_Stored dataset items:_
++++
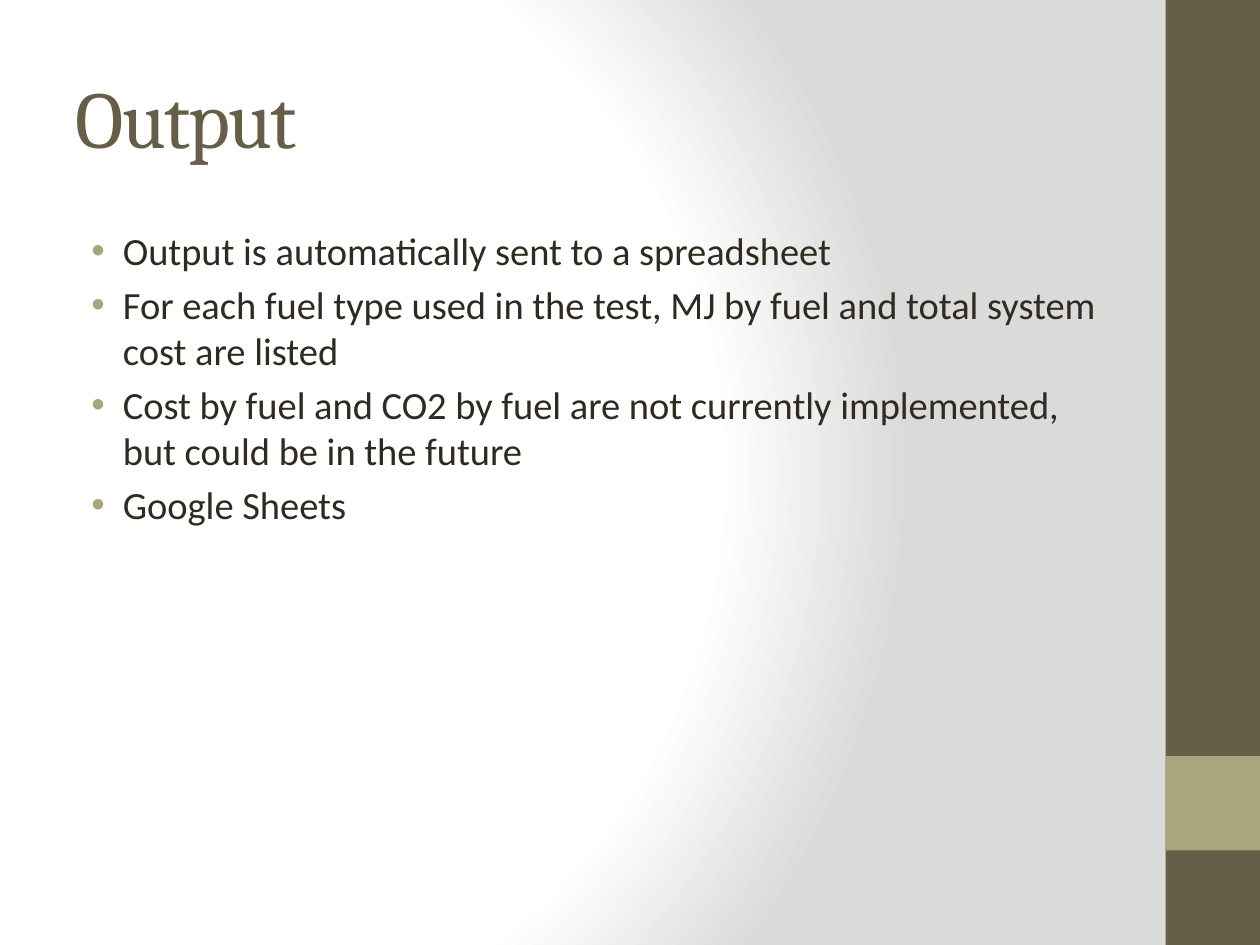
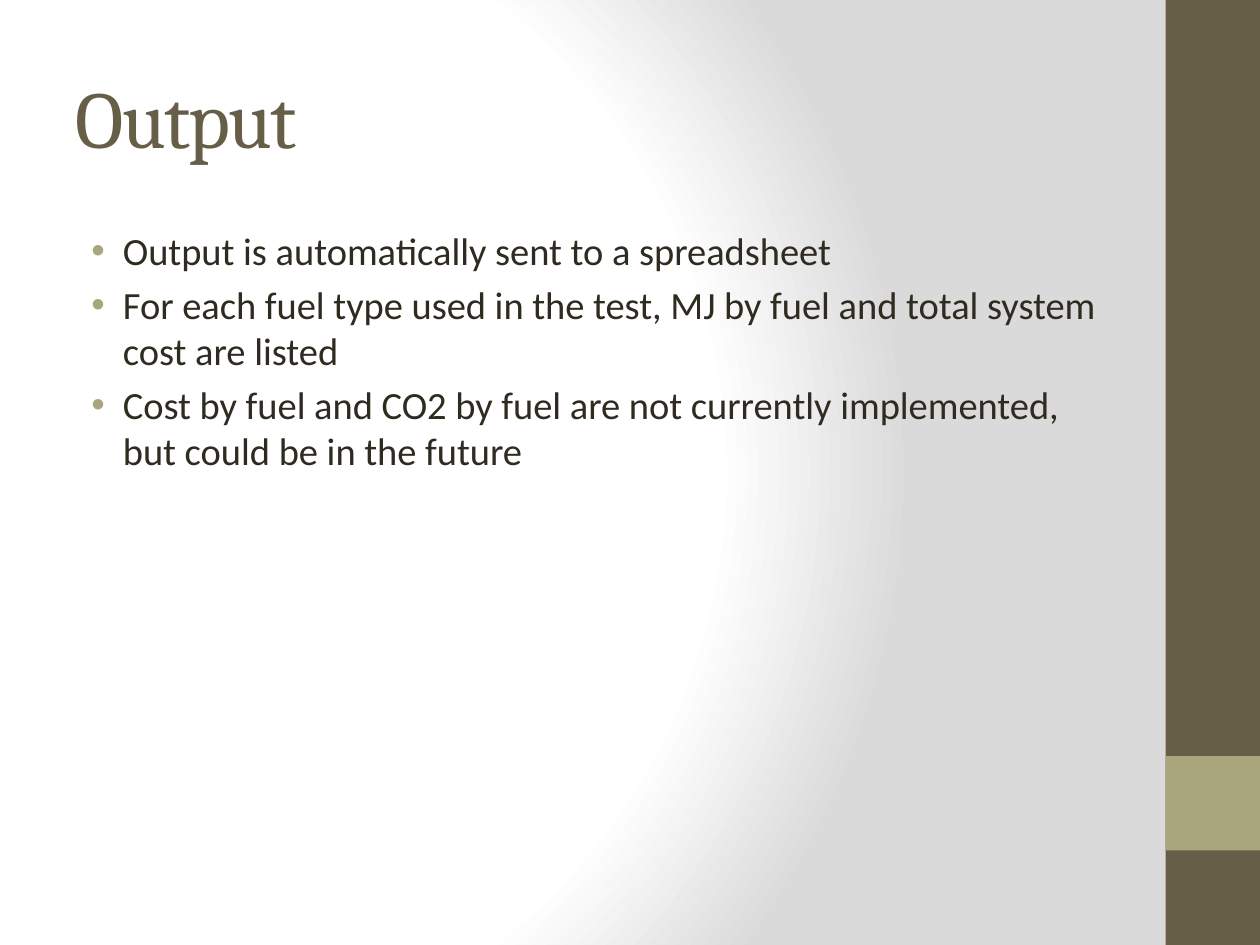
Before and after one commit to jtrobinson57/fscmodel-monte-carlo, a slide deck: slide 6 of fscmodel presentation 130618.pptx. Drawn at 1260x945 pixels with LibreOffice and Linux fonts; fonts in the diff are those of the drawing. Boxes give left, top, right and bottom in pixels: in the first picture for what was removed or moved away, otherwise in the second. Text is boxed around its words. In the diff, an @@ line names an element or a change of style, - is before the commit and + after.

```diff
--- a/fscmodel presentation 130618.pptx
+++ b/fscmodel presentation 130618.pptx
@@ text at (123, 492, 346, 526): paragraph removed @@
-• Google Sheets
```
Also in this commit, not shown: 2 other slides changed, 1 other file.
++++
_Required work:_ Exclude the pictures, then retype every record exactly.

_Task output:_
Before and after one commit to jtrobinson57/fscmodel-monte-carlo, a slide deck: slide 6 of fscmodel presentation 130618.pptx. Drawn at 1260x945 pixels with LibreOffice and Linux fonts; fonts in the diff are those of the drawing. Boxes give left, top, right and bottom in pixels: in the first picture for what was removed or moved away, otherwise in the second. Text is boxed around its words. In the diff, an @@ line names an element or a change of style, - is before the commit and + after.

```diff
--- a/fscmodel presentation 130618.pptx
+++ b/fscmodel presentation 130618.pptx
@@ text at (123, 492, 346, 526): paragraph removed @@
-• Google Sheets
```
Also in this commit, not shown: 2 other slides changed, 1 other file.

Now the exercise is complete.